I had a waterbirth on Fri 3rd June and would highly recommend it. I was keeping an open mind about pain relief and thought I would try it but was ready to jump out for an epidural if needed! I went to hospital at 10.30am, found I was 5cms, got into the pool at around 3pm with my own music playing and had my beautiful DS, Rudy, at 5.54pm (7lbs 13oz - 17 days early!). I had gas and air throughout, apart from when pushing, and despite a few panicky moments when I thought I couldnt push him out, DP and my mum said it was very calm (although it didnt feel like that to me at the time!). It was very bloody in the water at the end but the midwife said I had moderate - high blood loss so you may not have a similar experience to me but more like CalmInsomniac above. I had a 2nd degree tear with just two stitches and was out of hospital by 5pm on Saturday. I can honestly say the labour (which I was dreading and anxious about) could not have gone better and I firmly believe the water was the thing that got me through. If I have any more children I would definately try for a waterbirth.
1) No, not for us - though we did have sex the day before LO arrived so make of that what you will. She was born at 39+6, a day early.
2) Home water birth with 1st and only baby. Whole labour was about 2.5 hours. Water didn't go red but there were a few floaty bits (from my waters breaking) and some blood - I didn't lose much though, only 50ml according to my notes. To be honest, we didn't really notice - the birth of our beautiful daughter was kind of distracting! No pain relief needed except the warm water which was bliss and yes it took away almost all the pain of the contractions. The crowning stung a bit but not too bad, just a very odd feeling when baby started moving and turning around as she emerged! I didn't tear.

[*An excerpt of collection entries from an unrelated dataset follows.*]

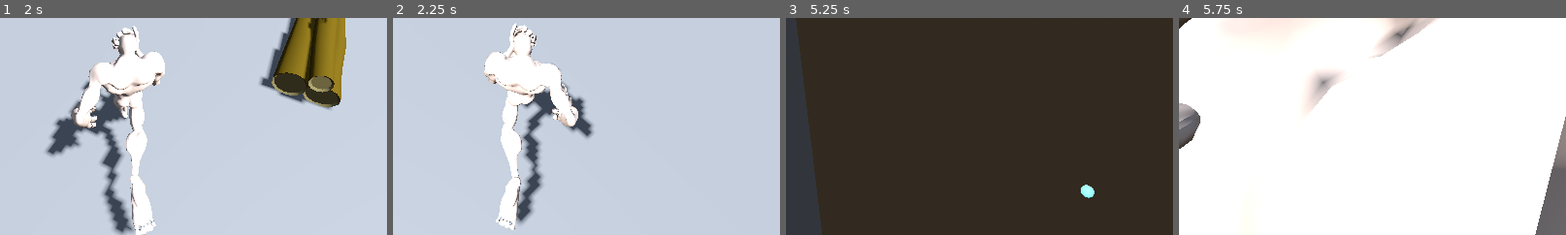
Above: before the commit, frames 1-4 (left to right).
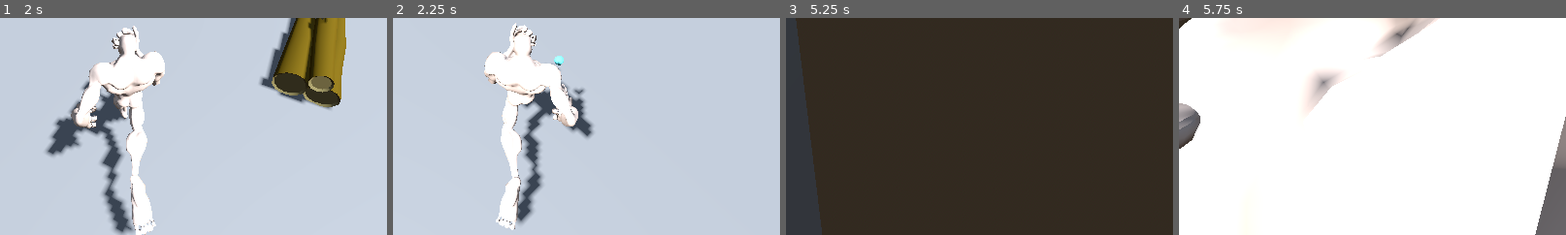
Above: after the commit, the same moments.

Repository: notme84/WildJam76
Game: Godot game, scene res://Scenes/main_menu.tscn
Same seed, same stepped clock (60 frames per second), same inputs: the game is played once before the commit and once after it.
Inputs (mouse positions are % of the whole screen's width and height, from its top left):
- Up to frame 1 (2 s): click "Start" at 0.5 s; tap Enter at 1.25 s; move the mouse to (55, 50) at 1.27 s; hold W (move_up) from 1.28 s (still down); hold C (camera_mode) from 1.28 s (still down)
- Up to frame 2 (2.25 s): keep holding W (move_up); move the mouse to (45, 50) at 2.02 s; release C (camera_mode) at 2.03 s; click (45, 50) at 2.1 s
- Up to frame 3 (5.25 s): keep holding W (move_up); move the mouse to (52, 48) at 2.77 s; tap E (melee) at 2.85 s; move the mouse to (49, 52) at 3.52 s; right-click (49, 52) at 3.6 s; move the mouse to (57, 51) at 4.27 s; hold C (camera_mode) 4.28-5.03 s; move the mouse to (42, 49) at 5.02 s; click (42, 49) at 5.1 s
- Up to frame 4 (5.75 s): keep holding W (move_up)
The pictures show only the part of the screen within x 33-83%, y 39-89%; the shares and areas given below are measured in that part.

Frame 1 is identical in both runs. In frame 2, 0.2% of the frame differs, in the area x 41-50%, y 17-37%; in frame 3, 0.2%; in frame 4, nothing differs.

Commit message:
snowball attack can now be charged up for farther throw
Also made it so the snowball gets additional velocity from thrower movement. To turn off charging and make it throw immediately, set max_strength_time to <= 0

Diff:
--- a/Script/snowballAttack.gd
+++ b/Script/snowballAttack.gd
@@ -3,14 +3,43 @@
 @export var snowballScene : PackedScene
 #@export var snowballSpawn : Node3D
 @export var Yeti : Node3D
-@export var throwSpeed : float = 30
+@export var min_throw_speed: float = 5
+@export var max_throw_speed: float = 30
+@export var max_strength_time: float = 1.0
+#@export var throwSpeed : float = 30
+
+var tween: Tween = null
 
 
 func _ready():
 	if Yeti == null:
 		print("no yeti")
 		return
-	Yeti.attack_1_pressed.connect(OnAttack)
+	Yeti.attack_1_pressed.connect(OnAttack_pressed)
+	Yeti.attack_1_released.connect(OnAttack_released)
+
+
+func OnAttack_pressed():
+	if max_strength_time <= 0:
+		OnAttack()
+		return
+
+	if tween != null && tween.is_running(): return
+
+	tween = create_tween()
+	tween.tween_interval(max_strength_time)
+	tween.tween_callback(kill_tween)
+
+
+func kill_tween():
+	if tween == null: return
+	tween.kill()
+	tween = null
+
+
+func OnAttack_released():
+	OnAttack()
+	kill_tween()
 
 
 func OnAttack():
@@ -19,7 +48,20 @@
 	#make snowball ignore hitboxes of thrower
 	snowball.source = Yeti
 
+	var throwSpeed = compute_throw_speed()
+
 	Yeti.add_sibling(snowball)
 	snowball.transform = global_transform
-	snowball.linear_velocity = global_transform.basis.z * -1 * throwSpeed
+	var thrower_velocity = Yeti.velocity
+	var throw_velocity = global_transform.basis.z * -1 * throwSpeed
+	if throw_velocity.dot(thrower_velocity) > 0:
+		throw_velocity = throw_velocity + thrower_velocity
+	snowball.linear_velocity = throw_velocity
 	print("throw!")
+
+
+func compute_throw_speed() -> float:
+	if tween == null || !tween.is_running():
+		return max_throw_speed
+
+	return max(min_throw_speed, (tween.get_total_elapsed_time() / max_strength_time) * max_throw_speed)

2. Er yes - lots of blood came out just after the baby and it looked "like a shark attack" but you do get a lovely clean baby - there was no blood on him at all!
Oh dear, does DP know there is likely to be POO as well? I hope he doesn't pass out on you
I had a water birth last July & I'm hoping to do the same again in August. I found the water very soothing & it helped a bit with the pain. Not too much mess either. Go for it!
I've had two water births. Neither of them were too messy really. No more so than on land, anyway.
DH was adamant that he wasn't getting in with me. 'No speedos'!
Only trouble was, the photos afterwards did indeed confirm that there wasn't just water and blood in there [barf]
I had a waterbirth - very similar experience to CalmInsomniac. The water stayed clear and I only noticed blood on the bottom of the pool when I got out. I've only given birth once so can't compare it to anything else but the thought of doing it without the support of the water underneath me doesn't appeal. Think everyone is right about your DP needing to come to terms with the fact that there will me a litlle mess... Good luck (go for it)
I also had a waterbirth and for me the water was clear right up until DD was fully out. Then the water did go red with blood but tbh DH and I were far too busy marvelling at brand new DD (who was scrunched up and mauve!) to notice.
FWIW, DH wasn't worried about finding the blood etc. disgusting as such (or so he said!) but was more worried of feeling squeamish - but he said afterwards that when it came down to it, the whole experience seemed totally normal and natural, and he was even able to cope with seeing the placenta coming out etc.
I've had three waterbirths all of which started shortly after sex with nipple stimulation to try and get things going.
With dc1 & 3 water didn't go red, with dc2 it went very red. Can be quite gross really I mean anything that might end up in the toilet could end up in the pool, but it really helps you to relax!
2) had 2 waterbirth. with DC1 I bleed quite a bit and the water had a quite a pinkish tinge. with DC2 I hardly bled and the water as crystal clear...
water did not help with the pain but help me to change position.
your DP sounds strange - what does he think childbirth is like? and does he think there won't be blood if you give birth on land?